802.1x Authentication with FreeNAS 9.10

[marove]

Hello everybody,

I've just installed FreeNAS 9.10 and have created a encrypted Z-Volume. Everything works just fine.

Now I want to plug the server into a network which requires 802.1x authentication. I'm very new to BSD so I've read some sites and it seems to work with wpa_supplicant (http://mini-it-world.blogspot.de/2013/03/freebsd-9-authenticate-to-8021x-wired.html ). I've logged into the console, and it seems that wpa_supplicant is not installed by default. I've read, that I should not install packaged directly to the system and should use jails for this but as I understand it correctly, the jails are installed on the encrypted Z-Volume, so even if I will get it running and the machine will get restarted, the machine will lose the access to the jail and can not access the network. This also means I can not unlock the encrypted volume (In the final setup, I don't have physical access to the server).

Is there any clean way to connect the server to an 802.1x Network?

It would be great if you can help me.
Regards

Marove

 

[dlavigne]

Were you able to figure out a solution for this?

 

[pschatz100]

I would pick up a wifi router that can act as a bridge to the rest of your wifi network. That way, the wifi burden is not on FreeNAS. I've been running this way for over two years. It is certainly not the least expensive solution, but is robust and gives you the flexibility to configure your network exactly the way you want it. Also, put it all on a UPS. You'll be glad you did.

 

[c32767a]

Hello everybody,

I've just installed FreeNAS 9.10 and have created a encrypted Z-Volume. Everything works just fine.

Now I want to plug the server into a network which requires 802.1x authentication.

Is there any clean way to connect the server to an 802.1x Network?

Marove

No.

Wired 802.1x requires negotiation when the network interface link comes up. Since it's not part of the current OS, the developers would have to integrate WPA_Supplicant into the base OS network stack. Even if they agreed to do it, I doubt it would happen quickly.

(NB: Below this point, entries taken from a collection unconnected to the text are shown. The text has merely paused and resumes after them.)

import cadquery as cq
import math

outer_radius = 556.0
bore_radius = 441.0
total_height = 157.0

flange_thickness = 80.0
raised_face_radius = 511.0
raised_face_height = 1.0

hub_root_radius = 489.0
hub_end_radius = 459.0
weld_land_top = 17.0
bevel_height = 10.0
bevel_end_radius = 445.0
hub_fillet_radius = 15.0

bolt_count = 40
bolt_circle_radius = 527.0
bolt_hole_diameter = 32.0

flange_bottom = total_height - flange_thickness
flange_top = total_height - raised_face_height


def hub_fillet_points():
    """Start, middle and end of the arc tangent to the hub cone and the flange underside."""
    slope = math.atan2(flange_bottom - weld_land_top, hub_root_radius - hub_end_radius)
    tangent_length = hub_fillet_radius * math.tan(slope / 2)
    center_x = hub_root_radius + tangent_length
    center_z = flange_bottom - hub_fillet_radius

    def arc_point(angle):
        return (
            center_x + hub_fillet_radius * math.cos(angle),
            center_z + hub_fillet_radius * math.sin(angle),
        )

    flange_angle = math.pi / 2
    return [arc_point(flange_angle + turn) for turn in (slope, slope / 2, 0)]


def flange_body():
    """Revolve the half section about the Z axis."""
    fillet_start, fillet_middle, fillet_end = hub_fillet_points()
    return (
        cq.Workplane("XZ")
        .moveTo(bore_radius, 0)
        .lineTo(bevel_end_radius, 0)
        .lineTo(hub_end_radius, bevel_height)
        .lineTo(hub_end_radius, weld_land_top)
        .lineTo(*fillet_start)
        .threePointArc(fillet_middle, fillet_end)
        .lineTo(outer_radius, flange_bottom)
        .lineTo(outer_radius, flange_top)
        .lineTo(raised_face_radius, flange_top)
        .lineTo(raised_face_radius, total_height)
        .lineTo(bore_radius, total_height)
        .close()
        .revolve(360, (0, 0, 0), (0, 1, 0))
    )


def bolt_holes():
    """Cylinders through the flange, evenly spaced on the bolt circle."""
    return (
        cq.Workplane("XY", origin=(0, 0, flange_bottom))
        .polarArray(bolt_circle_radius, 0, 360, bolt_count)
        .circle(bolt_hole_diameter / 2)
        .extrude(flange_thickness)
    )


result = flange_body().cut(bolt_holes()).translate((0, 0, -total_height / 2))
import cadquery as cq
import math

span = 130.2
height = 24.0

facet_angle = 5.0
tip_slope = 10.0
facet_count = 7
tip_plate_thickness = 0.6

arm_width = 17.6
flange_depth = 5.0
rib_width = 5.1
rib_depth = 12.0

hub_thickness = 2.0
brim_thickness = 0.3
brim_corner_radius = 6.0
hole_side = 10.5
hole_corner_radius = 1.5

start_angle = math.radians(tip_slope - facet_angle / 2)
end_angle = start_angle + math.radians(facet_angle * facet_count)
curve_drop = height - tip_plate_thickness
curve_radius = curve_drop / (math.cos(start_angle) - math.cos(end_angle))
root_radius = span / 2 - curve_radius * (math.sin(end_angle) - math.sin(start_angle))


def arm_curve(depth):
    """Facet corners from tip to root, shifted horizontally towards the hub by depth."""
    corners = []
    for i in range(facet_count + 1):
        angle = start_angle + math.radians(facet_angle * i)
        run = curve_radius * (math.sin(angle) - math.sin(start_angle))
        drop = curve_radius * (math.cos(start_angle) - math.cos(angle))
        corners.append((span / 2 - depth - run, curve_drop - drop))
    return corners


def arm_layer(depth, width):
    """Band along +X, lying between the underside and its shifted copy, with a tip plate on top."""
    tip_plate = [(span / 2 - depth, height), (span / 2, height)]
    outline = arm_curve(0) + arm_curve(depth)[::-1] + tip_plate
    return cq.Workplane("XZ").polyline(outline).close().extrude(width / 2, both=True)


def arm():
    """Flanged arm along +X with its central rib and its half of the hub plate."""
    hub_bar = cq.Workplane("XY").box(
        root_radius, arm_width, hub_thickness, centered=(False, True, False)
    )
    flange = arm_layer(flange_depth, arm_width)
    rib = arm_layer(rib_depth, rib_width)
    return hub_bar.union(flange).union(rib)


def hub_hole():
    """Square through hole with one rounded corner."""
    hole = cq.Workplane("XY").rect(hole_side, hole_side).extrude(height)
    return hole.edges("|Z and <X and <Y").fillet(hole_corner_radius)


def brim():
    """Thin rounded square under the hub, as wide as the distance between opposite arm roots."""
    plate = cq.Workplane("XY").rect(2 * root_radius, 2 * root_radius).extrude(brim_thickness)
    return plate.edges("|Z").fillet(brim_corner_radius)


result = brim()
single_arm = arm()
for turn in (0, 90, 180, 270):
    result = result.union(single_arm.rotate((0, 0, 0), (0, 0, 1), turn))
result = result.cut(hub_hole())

Your next best option would be to add an intermediate device like pschatz100 suggested. How well that works will depend on how restrictive of a policy your network admins have on your switch port. You will most likely have to do NAT on that device, since typically 802.1x requires each MAC address to authenticate.

 

[pschatz100]

Actually, a device like the Asus EA-N66 would make it quite simple to bridge to an existing wifi network - FreeNAS will not even know it is connected via wifi. Of course, there are more sophisticated options as well as faster ones. The whole point of a bridge is that it would be transparent to the system. Simple is usually better when it comes to networking.

 

[marove]

Hello Everybody,

thank you for all your answers. I think I will choose the solution with the router in between. Are there any suggestions on a gigabit router/switch which can talk 802.1x and probably does NATing?

Regards
Marove

 

[c32767a]

Hello Everybody,

thank you for all your answers. I think I will choose the solution with the router in between. Are there any suggestions on a gigabit router/switch which can talk 802.1x and probably does NATing?

Regards
Marove

I don't know the current state of the art in consumer routers that can do wired .1x, so I can't recommend anything.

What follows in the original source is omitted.